An early ethnography of the Akikuyu. The monograph, with its first-hand accounts, was, nevertheless, colured by the scientific, religious and political theories and biases of its time. Cagnolo makes no reference to “religion of the Kikuyu” but examines the tribe’s belief and rituals under the chapter heading “Superstitions and Beliefs,” a chapter he ends by asking the reader to “entertain some feeling of pity for these poor slaves of ignorance.” He also goes on to offer a clarion call: “It is an obligation upon us civilized peoples to put these phantasms to flight, and to lighten their darkness with the sun of justice and the stars of civilization.” (p.189)
The book brims with fascinating observations: interesting in their own right; but also revealing about what they tell us, the modern reader, about the observer and his subjects and the relationship between these.
″Physically the Kikuyu types is not an athletic constitution. Middle height, generally slender, brown coloured, large zygomas, flat nose. He is not fit for heavy labour, but he makes up for physical effort with his finesse in circumventing the obstacle with the least possible outlay of energy. The local conditions that produce the necessities of life with the minimum of work, the clemency of the climate, that does not require much shelter, the almost exclusively vegetarian diet, must have immensely influenced his diet….The Kikuyu temper is distrustful and suspicious with a tendency to dissimulation and guile: behind which the weak and inferior entrench themselves.” (p.19-20)
″The Akikuyu display a stoicism regarding death that borders on indifference…. As soon as one has breathed his last, or when it is assumed that this has happened, all bonds of relationship and friendship are broken.

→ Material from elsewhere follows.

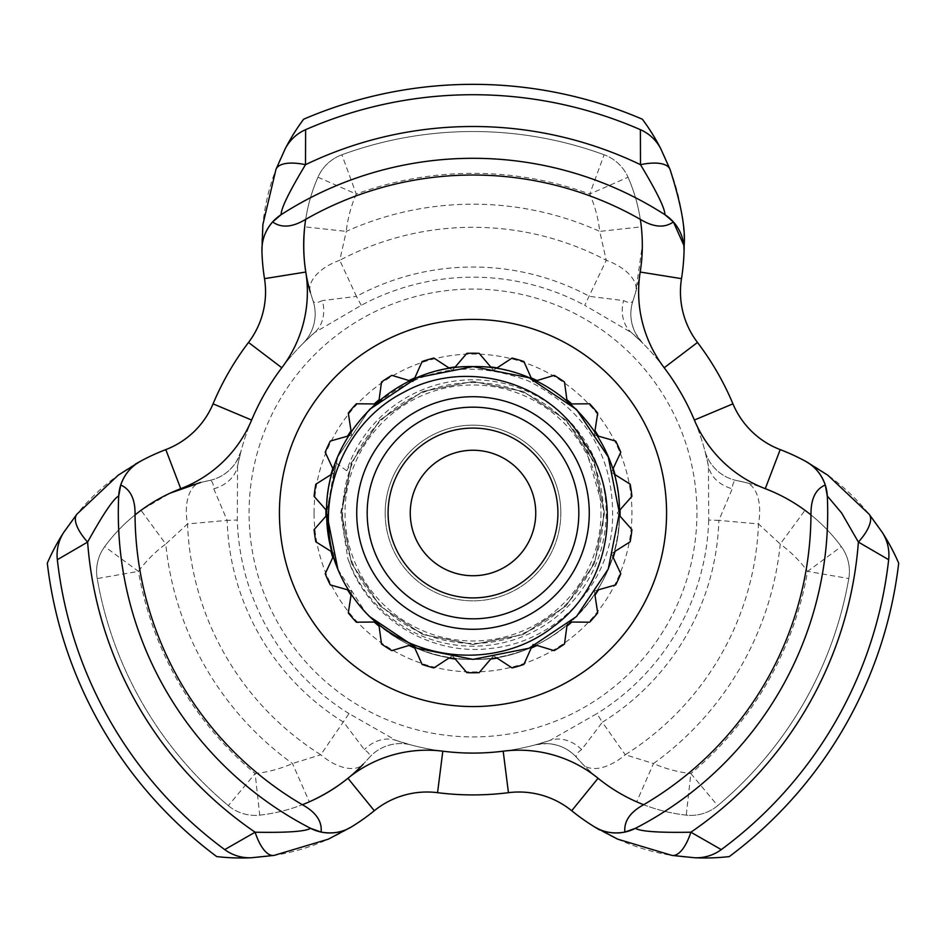 <?xml version="1.0" encoding="UTF-8"?>
<svg xmlns="http://www.w3.org/2000/svg" width="946" height="946" viewBox="0 0 946 946"><rect width="100%" height="100%" fill="white"/><g stroke="black" fill="none" stroke-linecap="round" stroke-linejoin="round"><path stroke-width="0.71" stroke-dasharray="4.73 3.55" d="M600.994 512.992A127.994 127.994 0 0 1 473 640.986A127.994 127.994 0 0 1 345.006 512.992A127.994 127.994 0 0 1 473 384.998A127.994 127.994 0 0 1 600.994 512.992M251.624 857.726A41.825 41.825 0 0 1 224.722 849.614A418.274 418.274 0 0 1 57.339 559.701A41.825 41.825 0 0 1 63.76 532.35A211.147 211.147 0 0 1 63.76 532.35M882.24 532.35A41.825 41.825 0 0 1 888.661 559.701A418.274 418.274 0 0 1 721.278 849.614A41.825 41.825 0 0 1 694.376 857.726A211.147 211.147 0 0 0 694.399 857.726M686.264 815.133A169.322 169.322 0 0 1 636.67 801.83A169.322 169.322 0 0 0 686.264 815.133A41.825 41.825 0 0 0 717.683 805.649L690.852 773.568L686.264 815.133A41.825 41.825 0 0 0 717.683 805.649A381.463 381.463 0 0 0 848.787 578.562A41.825 41.825 0 0 0 849.413 571.372A41.825 41.825 0 0 1 848.787 578.562A381.463 381.463 0 0 1 717.683 805.649A41.825 41.825 0 0 1 686.264 815.133A169.322 169.322 0 0 1 577.084 757.971L582.783 764.202A41.825 22.763 -43.9 0 0 625.247 754.754L602.318 722.236A245.984 245.984 0 0 0 718.865 520.359L758.491 523.954A285.704 285.704 0 0 1 625.247 754.754L653.509 763.54L636.67 801.83C615.385 792.192 597.423 779.646 582.783 764.202L577.084 757.971C575.002 755.913 576.528 753.122 581.66 749.599L602.318 722.236L596.973 713.591L550.04 740.387L534.762 744.999A240.095 240.095 0 0 1 411.238 744.999L395.96 740.387L349.027 713.591L320.753 754.754A285.704 285.704 0 0 1 187.509 523.954L227.135 520.359A245.984 245.984 0 0 0 343.682 722.236L364.34 749.599C369.472 753.122 370.998 755.913 368.916 757.971A41.825 41.825 0 0 1 411.238 744.999A41.825 41.825 0 0 0 368.916 757.971L363.217 764.202L368.916 757.971A169.322 169.322 0 0 1 259.736 815.133A41.825 41.825 0 0 1 228.317 805.649A381.463 381.463 0 0 1 97.213 578.562A41.825 41.825 0 0 1 104.699 546.611A169.322 169.322 0 0 1 208.806 480.651L200.552 482.472A41.825 22.763 76.1 0 0 187.509 523.954L165.763 544.045L141.025 510.32L170.126 493.15M96.587 571.372A41.825 41.825 0 0 0 97.213 578.562A381.463 381.463 0 0 0 228.317 805.649L255.148 773.568A339.638 339.638 0 0 1 138.412 571.372L104.699 546.611A41.825 41.825 0 0 0 96.587 571.372A41.825 41.825 0 0 1 104.699 546.611A169.322 169.322 0 0 1 141.025 510.32A169.322 169.322 0 0 0 104.699 546.611M642.381 119.231A211.147 211.147 0 0 1 681.498 278.644A83.65 83.65 0 0 0 697.486 342.452A281.92 281.92 0 0 1 732.937 403.847A83.65 83.65 0 0 0 780.202 449.61A211.147 211.147 0 0 1 898.7 563.189A428.644 428.644 0 0 1 729.319 856.568A211.147 211.147 0 0 1 571.703 810.734A83.65 83.65 0 0 0 508.44 792.677A281.92 281.92 0 0 1 437.56 792.677A83.65 83.65 0 0 0 374.297 810.734A211.147 211.147 0 0 1 216.681 856.568A428.644 428.644 0 0 1 47.3 563.189A211.147 211.147 0 0 1 165.798 449.61A83.65 83.65 0 0 0 213.063 403.847A281.92 281.92 0 0 1 248.514 342.452A83.65 83.65 0 0 0 264.502 278.644A211.147 211.147 0 0 1 303.619 119.231A428.644 428.644 0 0 1 642.381 119.231M660.852 148.889A211.147 211.147 0 0 1 660.864 148.912A41.825 41.825 0 0 0 640.383 129.673A418.274 418.274 0 0 0 305.617 129.673A41.825 41.825 0 0 0 285.136 148.912M604.116 154.766A381.463 381.463 0 0 0 341.884 154.766L356.264 194.048A339.638 339.638 0 0 1 589.736 194.048A127.485 127.485 0 0 1 599.729 231.392L641.305 226.827A169.322 169.322 0 0 0 628.038 177.233A41.825 41.825 0 0 0 604.116 154.766L589.736 194.048L628.038 177.233A41.825 41.825 0 0 0 604.116 154.766A381.463 381.463 0 0 0 341.884 154.766A41.825 41.825 0 0 0 317.962 177.233A41.825 41.825 0 0 1 341.884 154.766A381.463 381.463 0 0 1 604.116 154.766A41.825 41.825 0 0 1 628.038 177.233A169.322 169.322 0 0 1 633.111 300.367L635.665 292.314A41.825 22.763 -163.9 0 0 606.256 260.268L584.734 305.333L631.408 332.578A240.095 240.095 0 0 1 708.448 466.011L708.708 520.064L718.865 520.359L732.239 488.798C732.724 482.578 734.368 479.87 737.194 480.651A41.825 41.825 0 0 1 704.805 450.485L708.448 466.011A41.825 32.294 168.7 0 0 732.239 488.798M628.038 177.233A169.322 169.322 0 0 1 641.305 226.827L642.322 245.298L635.665 292.314L633.111 300.367C632.377 303.205 629.196 303.276 623.58 300.58L589.547 296.382A245.984 245.984 0 0 0 356.453 296.382L339.744 260.268A285.704 285.704 0 0 1 606.256 260.268L599.729 231.392A308.81 308.81 0 0 0 346.271 231.392L339.744 260.268A41.825 22.763 -16.1 0 0 310.335 292.314L312.89 300.367A41.825 41.825 0 0 1 302.957 343.493L314.592 332.578L361.266 305.333A235.814 235.814 0 0 1 584.734 305.333M385.164 512.992A87.836 87.836 0 0 1 473 425.156A87.836 87.836 0 0 1 560.836 512.992A87.836 87.836 0 0 1 473 600.828A87.836 87.836 0 0 1 385.164 512.992A87.836 87.836 0 0 1 473 425.156A87.836 87.836 0 0 1 560.836 512.992A87.836 87.836 0 0 1 473 600.828A87.836 87.836 0 0 1 385.164 512.992A87.836 87.836 0 0 1 473 425.156A87.836 87.836 0 0 1 560.836 512.992M410.257 512.992A62.743 62.743 0 0 1 473 450.249A62.743 62.743 0 0 1 535.743 512.992A62.743 62.743 0 0 1 473 575.736A62.743 62.743 0 0 1 410.257 512.992A62.743 62.743 0 0 1 473 450.249A62.743 62.743 0 0 1 535.743 512.992A62.743 62.743 0 0 1 473 575.736A62.743 62.743 0 0 1 410.257 512.992A62.743 62.743 0 0 1 473 450.249A62.743 62.743 0 0 1 535.743 512.992A62.743 62.743 0 0 1 473 575.736A62.743 62.743 0 0 1 410.257 512.992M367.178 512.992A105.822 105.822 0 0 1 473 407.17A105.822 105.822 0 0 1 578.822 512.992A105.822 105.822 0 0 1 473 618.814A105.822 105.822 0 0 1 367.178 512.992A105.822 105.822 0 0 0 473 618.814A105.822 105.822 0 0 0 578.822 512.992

Everyone goes his way: the living to their business, the dead to the jaws of the hyenas and jackals. Even the dead man’s memory must not survive, and every effort is made to leave it in oblivion. Because he is dead he may no longer be spoken of and it is an evil thing even to mention his name, even though it be one’s father or mother or a beloved child….It is a convention that the dead man is buried exclusively by his sons, and these must be circumcised, as an uncircumcised boy is not allowed at a public ceremony.” After describing the funeral ceremony is some detail Cagnolo concludes that, “Pagan peoples have always been fertile in foolish and childish ceremonies even in life’s saddest and most solemn circumstances. The Akikuyu are no exception to the rule, and exhibit, moreover, a callous forgetfulness of their dead, converting into spectres of dread and horror those who until yesterday were objects of closest affection. It is part of their psychology: death is associated with horror and anguish, ideas inimical to the materialistic and sensual paganism of the savage” (p.139-46)
Founded in Turin, Italy, on 29th January 1901 by Blessed Joseph Allamano, the Consolata Missionaries went to Kenya in 1902.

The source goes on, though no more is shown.